*** Data records Section Begins ***
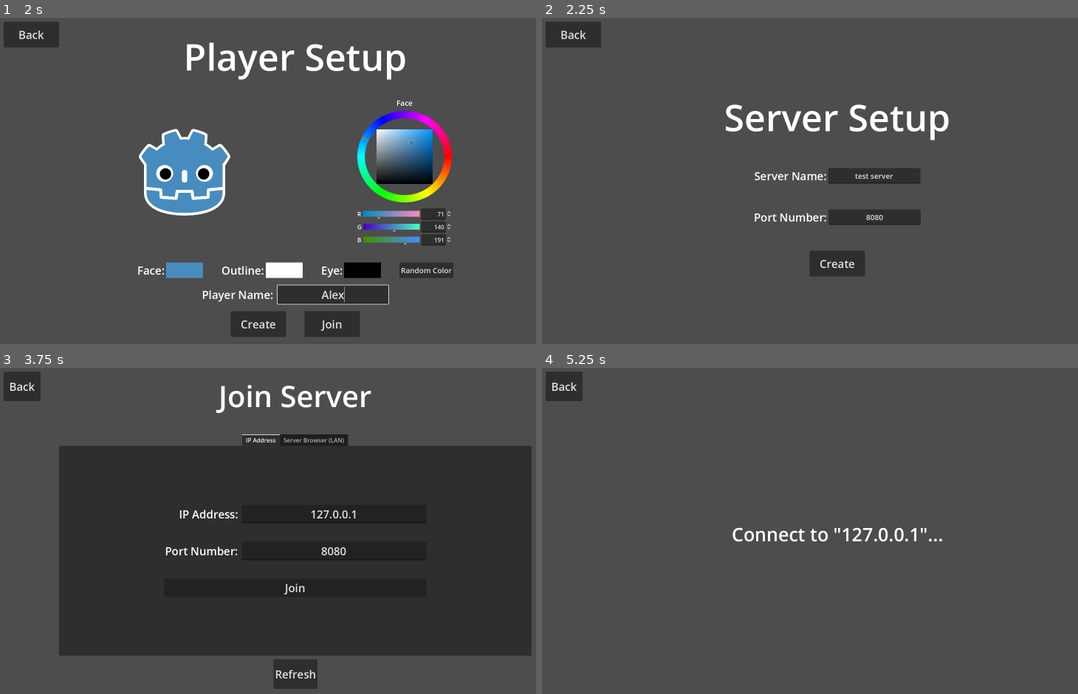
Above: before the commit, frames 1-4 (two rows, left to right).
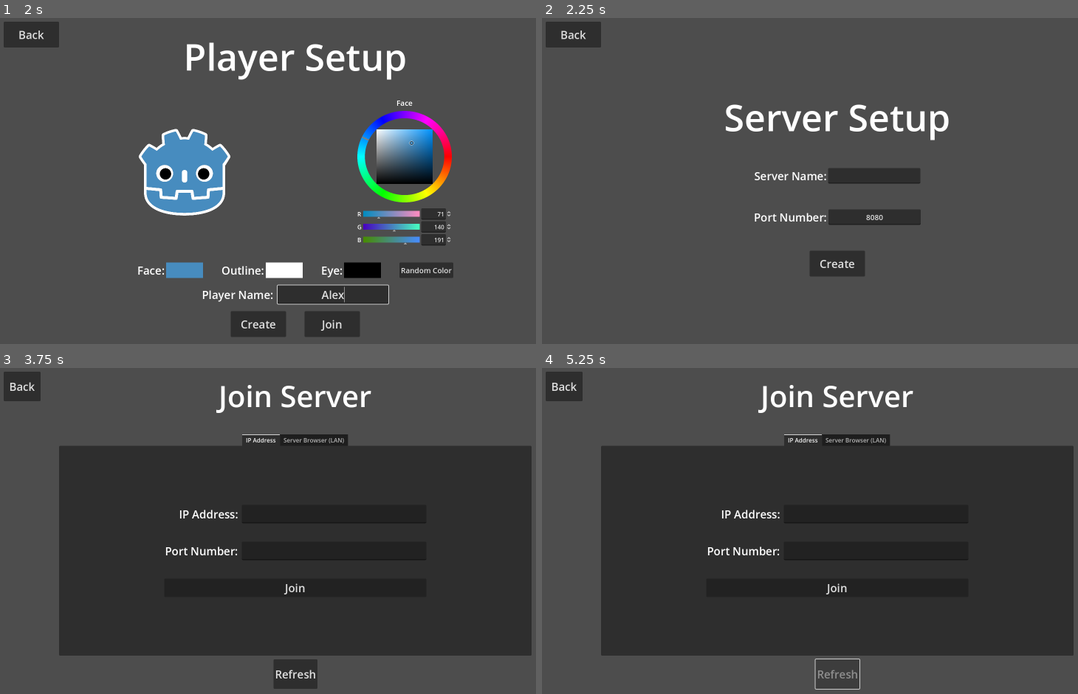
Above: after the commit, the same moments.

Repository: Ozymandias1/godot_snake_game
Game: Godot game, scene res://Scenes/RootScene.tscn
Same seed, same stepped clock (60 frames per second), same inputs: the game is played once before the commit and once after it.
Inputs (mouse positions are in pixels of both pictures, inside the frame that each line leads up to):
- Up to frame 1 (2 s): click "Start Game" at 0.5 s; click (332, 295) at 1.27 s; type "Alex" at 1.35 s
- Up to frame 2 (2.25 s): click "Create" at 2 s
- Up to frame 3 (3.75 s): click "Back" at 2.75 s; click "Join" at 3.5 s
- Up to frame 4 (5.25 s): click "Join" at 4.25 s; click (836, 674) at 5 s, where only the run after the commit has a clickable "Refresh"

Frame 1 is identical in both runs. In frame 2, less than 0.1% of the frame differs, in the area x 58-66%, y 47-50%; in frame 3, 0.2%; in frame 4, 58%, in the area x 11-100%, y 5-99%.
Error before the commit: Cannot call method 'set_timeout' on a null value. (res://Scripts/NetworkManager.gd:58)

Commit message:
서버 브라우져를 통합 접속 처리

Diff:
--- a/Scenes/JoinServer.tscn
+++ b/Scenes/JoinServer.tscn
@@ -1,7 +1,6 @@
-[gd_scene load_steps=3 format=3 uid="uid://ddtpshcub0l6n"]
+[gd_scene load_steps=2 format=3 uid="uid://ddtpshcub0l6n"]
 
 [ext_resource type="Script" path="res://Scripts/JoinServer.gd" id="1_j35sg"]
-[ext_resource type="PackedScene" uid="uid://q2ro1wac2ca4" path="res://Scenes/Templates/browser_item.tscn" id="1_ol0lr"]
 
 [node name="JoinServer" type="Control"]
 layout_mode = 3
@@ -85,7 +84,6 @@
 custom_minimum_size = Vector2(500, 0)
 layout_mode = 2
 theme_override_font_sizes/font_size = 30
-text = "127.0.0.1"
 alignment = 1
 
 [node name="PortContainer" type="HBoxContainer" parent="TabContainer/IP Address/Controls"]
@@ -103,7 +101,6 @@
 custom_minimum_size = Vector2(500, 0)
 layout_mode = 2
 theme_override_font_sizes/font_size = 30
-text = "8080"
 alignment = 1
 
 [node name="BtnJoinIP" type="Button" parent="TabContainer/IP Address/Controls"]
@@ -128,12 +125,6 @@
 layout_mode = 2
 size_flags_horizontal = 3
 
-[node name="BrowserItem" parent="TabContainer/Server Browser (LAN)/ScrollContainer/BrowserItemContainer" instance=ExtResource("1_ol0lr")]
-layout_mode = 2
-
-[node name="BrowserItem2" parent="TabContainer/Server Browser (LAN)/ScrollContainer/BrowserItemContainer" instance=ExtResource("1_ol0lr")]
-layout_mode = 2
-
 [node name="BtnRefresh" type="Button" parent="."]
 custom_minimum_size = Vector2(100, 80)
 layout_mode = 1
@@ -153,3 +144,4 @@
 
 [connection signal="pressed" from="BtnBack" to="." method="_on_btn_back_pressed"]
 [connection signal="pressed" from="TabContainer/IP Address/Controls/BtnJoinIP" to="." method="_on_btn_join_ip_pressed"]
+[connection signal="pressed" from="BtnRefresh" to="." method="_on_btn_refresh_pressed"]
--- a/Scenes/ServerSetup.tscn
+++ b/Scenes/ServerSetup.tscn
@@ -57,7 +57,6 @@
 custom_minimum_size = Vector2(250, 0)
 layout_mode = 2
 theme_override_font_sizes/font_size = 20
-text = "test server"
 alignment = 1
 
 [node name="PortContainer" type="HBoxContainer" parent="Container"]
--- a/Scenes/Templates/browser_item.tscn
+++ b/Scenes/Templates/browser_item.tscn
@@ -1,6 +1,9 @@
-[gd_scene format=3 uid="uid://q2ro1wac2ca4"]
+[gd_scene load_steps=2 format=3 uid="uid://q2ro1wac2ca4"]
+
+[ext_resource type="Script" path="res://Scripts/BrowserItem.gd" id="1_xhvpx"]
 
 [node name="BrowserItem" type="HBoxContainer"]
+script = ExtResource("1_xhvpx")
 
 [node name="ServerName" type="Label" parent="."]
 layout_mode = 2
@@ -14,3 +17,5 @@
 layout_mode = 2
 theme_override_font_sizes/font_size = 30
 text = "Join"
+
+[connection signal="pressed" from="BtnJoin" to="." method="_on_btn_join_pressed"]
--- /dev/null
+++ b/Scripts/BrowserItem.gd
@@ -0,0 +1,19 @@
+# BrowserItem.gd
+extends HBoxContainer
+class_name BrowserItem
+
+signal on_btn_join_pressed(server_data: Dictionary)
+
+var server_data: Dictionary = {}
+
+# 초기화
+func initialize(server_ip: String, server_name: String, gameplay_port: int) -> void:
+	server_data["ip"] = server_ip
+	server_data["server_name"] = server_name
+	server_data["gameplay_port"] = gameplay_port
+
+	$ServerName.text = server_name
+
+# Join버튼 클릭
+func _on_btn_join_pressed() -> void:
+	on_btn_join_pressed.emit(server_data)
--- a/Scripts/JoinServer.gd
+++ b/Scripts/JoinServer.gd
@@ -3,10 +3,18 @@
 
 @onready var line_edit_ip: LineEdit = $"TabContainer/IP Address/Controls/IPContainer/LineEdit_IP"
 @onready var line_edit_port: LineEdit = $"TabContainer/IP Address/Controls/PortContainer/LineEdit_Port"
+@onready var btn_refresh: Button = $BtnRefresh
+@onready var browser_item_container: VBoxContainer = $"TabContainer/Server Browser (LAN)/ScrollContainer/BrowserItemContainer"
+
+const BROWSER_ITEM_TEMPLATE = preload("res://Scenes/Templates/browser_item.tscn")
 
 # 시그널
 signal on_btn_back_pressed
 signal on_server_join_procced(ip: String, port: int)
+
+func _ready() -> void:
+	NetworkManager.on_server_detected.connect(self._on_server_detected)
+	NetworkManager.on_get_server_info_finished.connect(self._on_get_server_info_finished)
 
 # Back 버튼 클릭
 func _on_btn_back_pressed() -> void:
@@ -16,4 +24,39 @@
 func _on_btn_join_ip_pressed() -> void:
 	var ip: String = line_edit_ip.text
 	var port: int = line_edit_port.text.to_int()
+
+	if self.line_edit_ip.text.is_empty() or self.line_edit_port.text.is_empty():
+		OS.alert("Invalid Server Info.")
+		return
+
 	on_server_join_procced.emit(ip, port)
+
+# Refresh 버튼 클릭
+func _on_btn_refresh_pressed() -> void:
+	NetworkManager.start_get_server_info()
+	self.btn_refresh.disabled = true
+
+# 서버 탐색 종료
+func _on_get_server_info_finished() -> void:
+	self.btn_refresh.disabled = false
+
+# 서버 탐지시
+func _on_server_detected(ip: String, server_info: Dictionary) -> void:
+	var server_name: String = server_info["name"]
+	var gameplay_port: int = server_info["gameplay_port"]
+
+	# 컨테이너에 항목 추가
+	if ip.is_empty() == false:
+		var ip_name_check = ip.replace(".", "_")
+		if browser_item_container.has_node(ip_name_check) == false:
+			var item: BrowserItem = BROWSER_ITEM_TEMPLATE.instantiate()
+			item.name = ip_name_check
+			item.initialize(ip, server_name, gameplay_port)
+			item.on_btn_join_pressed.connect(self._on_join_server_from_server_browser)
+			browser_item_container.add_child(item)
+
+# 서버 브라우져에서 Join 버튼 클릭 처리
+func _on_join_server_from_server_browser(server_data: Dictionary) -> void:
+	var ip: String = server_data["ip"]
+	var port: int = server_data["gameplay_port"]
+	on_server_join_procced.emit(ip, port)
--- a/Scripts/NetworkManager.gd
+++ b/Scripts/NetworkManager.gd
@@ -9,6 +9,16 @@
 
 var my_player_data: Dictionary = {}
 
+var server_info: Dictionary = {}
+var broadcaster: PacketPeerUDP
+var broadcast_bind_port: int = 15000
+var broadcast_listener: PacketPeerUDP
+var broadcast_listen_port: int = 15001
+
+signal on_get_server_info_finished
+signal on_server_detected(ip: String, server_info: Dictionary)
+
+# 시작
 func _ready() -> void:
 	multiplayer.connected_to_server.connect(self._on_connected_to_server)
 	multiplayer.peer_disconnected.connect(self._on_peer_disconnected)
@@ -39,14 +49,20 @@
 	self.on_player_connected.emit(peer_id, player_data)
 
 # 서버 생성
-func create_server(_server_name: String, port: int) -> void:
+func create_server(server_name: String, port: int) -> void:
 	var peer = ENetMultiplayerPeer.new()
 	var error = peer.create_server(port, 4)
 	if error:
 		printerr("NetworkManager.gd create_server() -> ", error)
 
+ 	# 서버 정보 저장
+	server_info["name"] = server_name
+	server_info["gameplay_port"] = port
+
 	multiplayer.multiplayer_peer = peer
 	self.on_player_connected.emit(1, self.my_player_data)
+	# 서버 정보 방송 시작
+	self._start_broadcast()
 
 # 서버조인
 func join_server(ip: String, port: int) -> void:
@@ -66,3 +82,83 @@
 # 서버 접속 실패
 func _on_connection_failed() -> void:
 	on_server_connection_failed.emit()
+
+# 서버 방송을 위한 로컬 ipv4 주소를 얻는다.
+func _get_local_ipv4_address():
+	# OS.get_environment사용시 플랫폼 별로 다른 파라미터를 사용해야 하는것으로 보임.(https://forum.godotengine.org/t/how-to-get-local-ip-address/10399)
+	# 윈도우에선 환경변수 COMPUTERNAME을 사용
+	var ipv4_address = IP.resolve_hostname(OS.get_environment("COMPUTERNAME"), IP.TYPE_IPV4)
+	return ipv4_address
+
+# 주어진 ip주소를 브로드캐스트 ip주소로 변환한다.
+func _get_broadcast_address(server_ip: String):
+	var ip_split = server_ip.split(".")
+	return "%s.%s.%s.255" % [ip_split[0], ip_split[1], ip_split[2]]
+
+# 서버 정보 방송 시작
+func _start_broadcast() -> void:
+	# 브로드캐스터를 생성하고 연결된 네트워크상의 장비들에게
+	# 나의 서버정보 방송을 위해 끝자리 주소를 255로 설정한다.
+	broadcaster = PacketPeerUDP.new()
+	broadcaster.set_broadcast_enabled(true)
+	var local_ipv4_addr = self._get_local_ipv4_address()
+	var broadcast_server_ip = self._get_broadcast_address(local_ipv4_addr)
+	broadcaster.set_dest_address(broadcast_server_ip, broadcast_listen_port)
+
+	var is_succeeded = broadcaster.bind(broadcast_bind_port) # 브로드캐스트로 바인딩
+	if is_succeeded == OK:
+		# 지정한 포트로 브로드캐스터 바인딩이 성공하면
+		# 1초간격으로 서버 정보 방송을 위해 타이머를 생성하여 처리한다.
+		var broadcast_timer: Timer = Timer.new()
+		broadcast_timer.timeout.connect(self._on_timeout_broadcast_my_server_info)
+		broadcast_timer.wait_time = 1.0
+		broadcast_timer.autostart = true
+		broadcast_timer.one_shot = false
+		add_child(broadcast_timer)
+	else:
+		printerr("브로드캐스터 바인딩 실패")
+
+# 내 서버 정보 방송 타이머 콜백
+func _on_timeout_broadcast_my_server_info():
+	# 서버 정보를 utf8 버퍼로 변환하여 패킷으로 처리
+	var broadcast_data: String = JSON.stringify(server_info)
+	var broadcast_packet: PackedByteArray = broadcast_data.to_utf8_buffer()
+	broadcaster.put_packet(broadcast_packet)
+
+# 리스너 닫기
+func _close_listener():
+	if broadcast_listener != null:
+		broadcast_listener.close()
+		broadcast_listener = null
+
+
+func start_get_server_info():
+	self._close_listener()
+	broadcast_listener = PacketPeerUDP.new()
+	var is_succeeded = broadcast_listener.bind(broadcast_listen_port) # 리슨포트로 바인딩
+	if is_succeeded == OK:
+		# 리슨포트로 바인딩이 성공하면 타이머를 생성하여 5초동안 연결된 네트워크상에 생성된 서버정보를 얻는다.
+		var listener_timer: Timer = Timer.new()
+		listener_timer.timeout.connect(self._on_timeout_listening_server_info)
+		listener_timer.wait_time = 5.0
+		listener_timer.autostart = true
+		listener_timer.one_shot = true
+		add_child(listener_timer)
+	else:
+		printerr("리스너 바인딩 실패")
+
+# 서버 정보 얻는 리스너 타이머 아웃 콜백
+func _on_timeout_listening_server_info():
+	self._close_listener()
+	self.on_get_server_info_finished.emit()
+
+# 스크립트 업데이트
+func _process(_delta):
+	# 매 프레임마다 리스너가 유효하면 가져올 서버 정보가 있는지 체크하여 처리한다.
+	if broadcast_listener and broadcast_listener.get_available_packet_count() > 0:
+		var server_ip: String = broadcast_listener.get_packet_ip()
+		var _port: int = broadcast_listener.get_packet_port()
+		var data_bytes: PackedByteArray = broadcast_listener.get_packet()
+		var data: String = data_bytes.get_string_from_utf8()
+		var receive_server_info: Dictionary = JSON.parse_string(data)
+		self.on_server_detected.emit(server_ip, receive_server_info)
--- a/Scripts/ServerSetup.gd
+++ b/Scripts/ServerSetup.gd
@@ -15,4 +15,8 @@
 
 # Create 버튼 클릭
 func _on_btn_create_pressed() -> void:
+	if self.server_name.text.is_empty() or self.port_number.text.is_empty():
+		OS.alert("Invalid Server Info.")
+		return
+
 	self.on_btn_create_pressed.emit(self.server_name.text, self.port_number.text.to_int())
*** Data records Section Ends ***
> **Exercise details**: Looking over the records, find each line with the word "same" and copy it.

> **Solution to this task**:
Above: after the commit, the same moments.
Same seed, same stepped clock (60 frames per second), same inputs: the game is played once before the commit and once after it.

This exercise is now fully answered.